For an eco car it does very well at high speeds. Nice and smooth but rolls with all the bends in the road. Sat behind a Camaro doing 170km/h on I-94 and handled like a dream.


----------



## Chevyderek72 (May 16, 2011)

Almost all freeways around here are 65, so I do 75 and my eco seems to like that best. I feel any slower or faster I get worse mileage. But it runs perfect at that speed.

Sent from AutoGuide.com App


----------



## jblackburn (Apr 14, 2012)

It's very stable up to 100. But doing 80, MPG sucks.

Three tickets in a year? I'm glad I don't pay your insurance. I've had that many in 10 years.


----------



## bduffey723 (Apr 30, 2012)

I set set cruise control at 85mph and have no issues at all. I have driven at 113mph(hits the limiter) for a couple of miles to make up for time and it gets a tad hairy in corners. But, at 85mph it drives great.


----------



## TopazLTZ (Mar 18, 2013)

The insurance hasn't gone up from the tickets. I got a lawyer and he took care of it. But dang... the tickets were for stupid things too! haha I have driven 140 in my Lexus... NEVER again!! It gets pretty sketchy around 120ish haha


----------



## bduffey723 (Apr 30, 2012)

TopazLTZ said:


> The insurance hasn't gone up from the tickets. I got a lawyer and he took care of it.

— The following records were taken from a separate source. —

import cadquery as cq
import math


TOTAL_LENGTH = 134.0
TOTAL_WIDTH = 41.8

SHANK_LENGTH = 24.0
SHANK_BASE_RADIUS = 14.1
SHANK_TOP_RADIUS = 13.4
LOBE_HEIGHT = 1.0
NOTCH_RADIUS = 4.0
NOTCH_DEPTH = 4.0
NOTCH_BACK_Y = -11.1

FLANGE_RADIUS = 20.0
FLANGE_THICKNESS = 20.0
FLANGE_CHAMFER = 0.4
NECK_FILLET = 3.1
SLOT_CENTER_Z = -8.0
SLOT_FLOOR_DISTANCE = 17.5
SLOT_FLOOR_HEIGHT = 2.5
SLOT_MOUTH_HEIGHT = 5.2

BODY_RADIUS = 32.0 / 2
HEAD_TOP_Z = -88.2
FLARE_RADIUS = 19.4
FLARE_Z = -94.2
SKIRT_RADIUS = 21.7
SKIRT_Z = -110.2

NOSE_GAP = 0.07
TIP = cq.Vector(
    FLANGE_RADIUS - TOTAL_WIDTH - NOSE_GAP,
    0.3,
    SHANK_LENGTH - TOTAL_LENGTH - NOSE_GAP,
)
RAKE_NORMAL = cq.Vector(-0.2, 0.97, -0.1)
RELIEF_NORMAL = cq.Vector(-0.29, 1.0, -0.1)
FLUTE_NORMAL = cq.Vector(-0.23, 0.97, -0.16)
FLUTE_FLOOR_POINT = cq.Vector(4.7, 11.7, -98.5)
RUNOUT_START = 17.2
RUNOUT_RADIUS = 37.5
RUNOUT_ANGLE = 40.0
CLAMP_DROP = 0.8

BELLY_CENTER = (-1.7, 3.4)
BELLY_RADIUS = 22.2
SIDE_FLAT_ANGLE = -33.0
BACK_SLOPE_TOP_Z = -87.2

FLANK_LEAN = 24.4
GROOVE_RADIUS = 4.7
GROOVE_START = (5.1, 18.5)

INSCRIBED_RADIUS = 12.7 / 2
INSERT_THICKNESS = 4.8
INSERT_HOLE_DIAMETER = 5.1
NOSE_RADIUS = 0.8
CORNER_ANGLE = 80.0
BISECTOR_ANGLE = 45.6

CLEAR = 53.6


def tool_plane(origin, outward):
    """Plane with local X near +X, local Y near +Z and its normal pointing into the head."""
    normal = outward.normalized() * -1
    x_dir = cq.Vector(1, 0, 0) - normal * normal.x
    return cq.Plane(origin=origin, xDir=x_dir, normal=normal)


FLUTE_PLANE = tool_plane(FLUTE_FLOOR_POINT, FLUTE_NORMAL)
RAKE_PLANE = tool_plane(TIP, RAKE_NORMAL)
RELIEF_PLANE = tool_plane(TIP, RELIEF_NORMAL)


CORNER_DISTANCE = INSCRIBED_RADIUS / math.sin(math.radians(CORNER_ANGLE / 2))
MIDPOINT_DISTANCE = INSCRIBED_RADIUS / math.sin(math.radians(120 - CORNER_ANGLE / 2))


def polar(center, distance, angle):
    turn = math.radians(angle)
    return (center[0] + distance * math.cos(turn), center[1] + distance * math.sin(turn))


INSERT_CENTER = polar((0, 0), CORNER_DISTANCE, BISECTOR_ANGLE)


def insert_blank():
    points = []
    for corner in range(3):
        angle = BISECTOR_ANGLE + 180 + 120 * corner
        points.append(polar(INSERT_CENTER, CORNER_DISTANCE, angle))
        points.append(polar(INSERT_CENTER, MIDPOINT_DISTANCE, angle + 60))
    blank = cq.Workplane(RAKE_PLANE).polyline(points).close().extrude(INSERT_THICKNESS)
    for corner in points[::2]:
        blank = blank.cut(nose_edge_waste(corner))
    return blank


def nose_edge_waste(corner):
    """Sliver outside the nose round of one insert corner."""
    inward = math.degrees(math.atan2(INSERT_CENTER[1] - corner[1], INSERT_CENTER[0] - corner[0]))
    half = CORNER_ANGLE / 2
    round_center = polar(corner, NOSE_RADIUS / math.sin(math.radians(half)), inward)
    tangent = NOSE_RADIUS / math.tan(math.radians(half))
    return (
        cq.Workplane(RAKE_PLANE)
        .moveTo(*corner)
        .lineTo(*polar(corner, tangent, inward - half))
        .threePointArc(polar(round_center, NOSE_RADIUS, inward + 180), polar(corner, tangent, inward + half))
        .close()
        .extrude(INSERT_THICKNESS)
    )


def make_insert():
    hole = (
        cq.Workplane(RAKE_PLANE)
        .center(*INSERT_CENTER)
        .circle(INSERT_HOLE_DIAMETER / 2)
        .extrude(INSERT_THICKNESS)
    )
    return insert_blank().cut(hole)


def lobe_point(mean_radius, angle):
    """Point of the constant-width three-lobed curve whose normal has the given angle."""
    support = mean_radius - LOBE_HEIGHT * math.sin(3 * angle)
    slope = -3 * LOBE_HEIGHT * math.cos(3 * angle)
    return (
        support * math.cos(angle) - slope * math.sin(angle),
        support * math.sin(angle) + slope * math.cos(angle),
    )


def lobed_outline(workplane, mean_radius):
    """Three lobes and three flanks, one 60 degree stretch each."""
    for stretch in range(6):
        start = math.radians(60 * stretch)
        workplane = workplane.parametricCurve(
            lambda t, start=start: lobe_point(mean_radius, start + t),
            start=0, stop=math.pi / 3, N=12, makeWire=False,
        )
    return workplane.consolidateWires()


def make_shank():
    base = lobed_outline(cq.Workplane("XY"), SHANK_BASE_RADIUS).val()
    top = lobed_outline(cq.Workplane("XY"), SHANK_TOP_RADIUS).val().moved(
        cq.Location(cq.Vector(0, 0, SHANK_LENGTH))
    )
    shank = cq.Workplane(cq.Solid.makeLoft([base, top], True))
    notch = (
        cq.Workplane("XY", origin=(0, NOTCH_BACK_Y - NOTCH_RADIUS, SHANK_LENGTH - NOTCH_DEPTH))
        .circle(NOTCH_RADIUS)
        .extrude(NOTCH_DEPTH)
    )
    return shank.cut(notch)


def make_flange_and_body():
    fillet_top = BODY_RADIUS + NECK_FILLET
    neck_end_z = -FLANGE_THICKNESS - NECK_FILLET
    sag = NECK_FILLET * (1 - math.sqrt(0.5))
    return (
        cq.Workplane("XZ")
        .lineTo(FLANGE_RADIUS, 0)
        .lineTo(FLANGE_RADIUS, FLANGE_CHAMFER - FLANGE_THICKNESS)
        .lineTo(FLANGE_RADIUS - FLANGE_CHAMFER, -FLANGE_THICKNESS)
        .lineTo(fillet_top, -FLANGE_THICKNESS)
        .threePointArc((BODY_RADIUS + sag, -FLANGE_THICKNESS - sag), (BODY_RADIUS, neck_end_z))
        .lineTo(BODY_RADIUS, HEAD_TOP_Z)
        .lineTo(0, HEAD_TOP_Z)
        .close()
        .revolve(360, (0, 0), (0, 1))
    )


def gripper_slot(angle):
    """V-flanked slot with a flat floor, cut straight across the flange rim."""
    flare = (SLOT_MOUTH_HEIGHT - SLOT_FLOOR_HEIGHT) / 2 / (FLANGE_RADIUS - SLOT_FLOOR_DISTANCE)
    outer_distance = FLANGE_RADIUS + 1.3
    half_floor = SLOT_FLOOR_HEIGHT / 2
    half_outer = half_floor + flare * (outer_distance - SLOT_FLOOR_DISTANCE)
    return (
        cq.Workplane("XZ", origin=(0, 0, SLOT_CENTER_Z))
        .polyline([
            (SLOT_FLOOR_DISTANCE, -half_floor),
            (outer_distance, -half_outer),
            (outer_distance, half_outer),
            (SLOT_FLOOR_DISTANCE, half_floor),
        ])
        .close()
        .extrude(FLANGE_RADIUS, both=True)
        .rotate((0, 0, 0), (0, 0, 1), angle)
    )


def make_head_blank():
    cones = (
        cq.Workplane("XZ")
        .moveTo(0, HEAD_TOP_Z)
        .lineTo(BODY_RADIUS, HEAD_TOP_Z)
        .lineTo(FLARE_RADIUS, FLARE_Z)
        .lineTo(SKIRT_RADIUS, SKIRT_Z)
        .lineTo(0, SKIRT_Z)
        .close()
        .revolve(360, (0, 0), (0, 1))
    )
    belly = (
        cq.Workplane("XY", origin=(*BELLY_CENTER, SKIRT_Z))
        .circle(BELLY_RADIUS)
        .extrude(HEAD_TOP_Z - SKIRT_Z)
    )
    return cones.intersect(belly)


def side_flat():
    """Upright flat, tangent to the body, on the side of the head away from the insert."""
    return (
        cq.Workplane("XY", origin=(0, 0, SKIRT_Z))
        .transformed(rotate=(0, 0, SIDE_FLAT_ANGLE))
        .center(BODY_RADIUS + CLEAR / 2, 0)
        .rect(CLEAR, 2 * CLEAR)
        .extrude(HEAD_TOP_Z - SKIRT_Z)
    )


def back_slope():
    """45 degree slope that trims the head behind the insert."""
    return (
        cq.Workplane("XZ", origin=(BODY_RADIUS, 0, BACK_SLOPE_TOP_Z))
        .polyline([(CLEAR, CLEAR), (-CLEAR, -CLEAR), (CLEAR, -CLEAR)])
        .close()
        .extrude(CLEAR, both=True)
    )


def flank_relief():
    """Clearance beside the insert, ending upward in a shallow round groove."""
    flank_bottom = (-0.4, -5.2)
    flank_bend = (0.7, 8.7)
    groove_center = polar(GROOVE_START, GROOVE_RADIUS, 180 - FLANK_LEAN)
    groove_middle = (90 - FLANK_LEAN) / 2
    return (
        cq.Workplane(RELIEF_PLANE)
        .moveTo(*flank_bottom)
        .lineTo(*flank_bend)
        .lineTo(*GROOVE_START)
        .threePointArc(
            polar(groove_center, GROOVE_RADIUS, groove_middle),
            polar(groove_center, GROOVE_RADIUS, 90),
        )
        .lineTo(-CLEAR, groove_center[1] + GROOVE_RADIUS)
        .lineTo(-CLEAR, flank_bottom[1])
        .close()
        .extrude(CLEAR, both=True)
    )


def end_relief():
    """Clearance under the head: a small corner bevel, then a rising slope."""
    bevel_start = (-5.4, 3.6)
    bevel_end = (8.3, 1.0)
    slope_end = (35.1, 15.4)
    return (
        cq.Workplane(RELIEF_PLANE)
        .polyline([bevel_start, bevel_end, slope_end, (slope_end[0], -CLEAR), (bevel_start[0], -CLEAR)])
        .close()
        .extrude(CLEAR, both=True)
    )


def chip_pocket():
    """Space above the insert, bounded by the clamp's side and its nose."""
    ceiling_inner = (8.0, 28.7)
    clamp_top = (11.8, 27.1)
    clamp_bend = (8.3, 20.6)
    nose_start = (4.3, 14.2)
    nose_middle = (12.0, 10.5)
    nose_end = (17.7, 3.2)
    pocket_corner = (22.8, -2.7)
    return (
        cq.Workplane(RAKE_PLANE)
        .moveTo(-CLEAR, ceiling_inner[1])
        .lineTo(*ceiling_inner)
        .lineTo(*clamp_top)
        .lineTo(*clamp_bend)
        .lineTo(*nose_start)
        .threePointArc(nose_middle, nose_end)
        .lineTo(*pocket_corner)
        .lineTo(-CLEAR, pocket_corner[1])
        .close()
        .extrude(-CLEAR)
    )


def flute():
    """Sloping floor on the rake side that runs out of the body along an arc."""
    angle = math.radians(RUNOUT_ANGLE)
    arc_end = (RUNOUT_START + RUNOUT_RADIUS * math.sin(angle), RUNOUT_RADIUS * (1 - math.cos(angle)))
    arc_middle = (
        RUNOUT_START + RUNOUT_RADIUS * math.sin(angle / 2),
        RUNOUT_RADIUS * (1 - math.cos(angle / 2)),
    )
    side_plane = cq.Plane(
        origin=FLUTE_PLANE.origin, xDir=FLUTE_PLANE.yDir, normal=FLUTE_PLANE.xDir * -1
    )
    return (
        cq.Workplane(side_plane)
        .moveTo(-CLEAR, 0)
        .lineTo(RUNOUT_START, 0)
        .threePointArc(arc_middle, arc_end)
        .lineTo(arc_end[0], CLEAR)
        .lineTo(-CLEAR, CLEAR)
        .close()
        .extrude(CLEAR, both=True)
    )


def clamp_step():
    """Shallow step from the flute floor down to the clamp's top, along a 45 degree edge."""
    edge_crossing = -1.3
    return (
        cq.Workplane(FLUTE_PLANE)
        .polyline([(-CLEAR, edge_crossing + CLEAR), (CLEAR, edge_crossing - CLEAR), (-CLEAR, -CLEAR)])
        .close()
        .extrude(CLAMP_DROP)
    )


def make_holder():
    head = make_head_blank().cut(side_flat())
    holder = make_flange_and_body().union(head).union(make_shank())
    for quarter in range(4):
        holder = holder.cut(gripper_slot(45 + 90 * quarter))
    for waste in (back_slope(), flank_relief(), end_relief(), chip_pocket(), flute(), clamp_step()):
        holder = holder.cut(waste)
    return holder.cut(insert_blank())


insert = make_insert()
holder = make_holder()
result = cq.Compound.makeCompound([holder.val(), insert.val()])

But dang... the tickets were for stupid things too! haha I have driven 140 in my Lexus... NEVER again!! It gets pretty sketchy around 120ish haha


Buy a bike if you want to get where you need to fast. Best thing I ever did. I don't know about anywhere else, but cops in Indiana don't even bother with you.


----------



## TopazLTZ (Mar 18, 2013)

I'm not a fan of bikes... my neighbor has a Ducatti its pretty sharp looking lol... I have kind of been hinting to my parents I want a Camaro SS. I'm not sure they will let me though... lol


----------



## 2013Cruze (Aug 4, 2012)

TopazLTZ said:


> I'm not a fan of bikes... my neighbor has a Ducatti its pretty sharp looking lol... I have kind of been hinting to my parents I want a Camaro SS. I'm not sure they will let me though... lol


That won't work with car seats at all.

With every bump you hit with a Camaro you will have a crying baby.


----------



## Sunline Fan (Jul 29, 2012)

It is very stable over 90, and about the only difference you'll notice is a different engine note hum, and of course, decreased mileage.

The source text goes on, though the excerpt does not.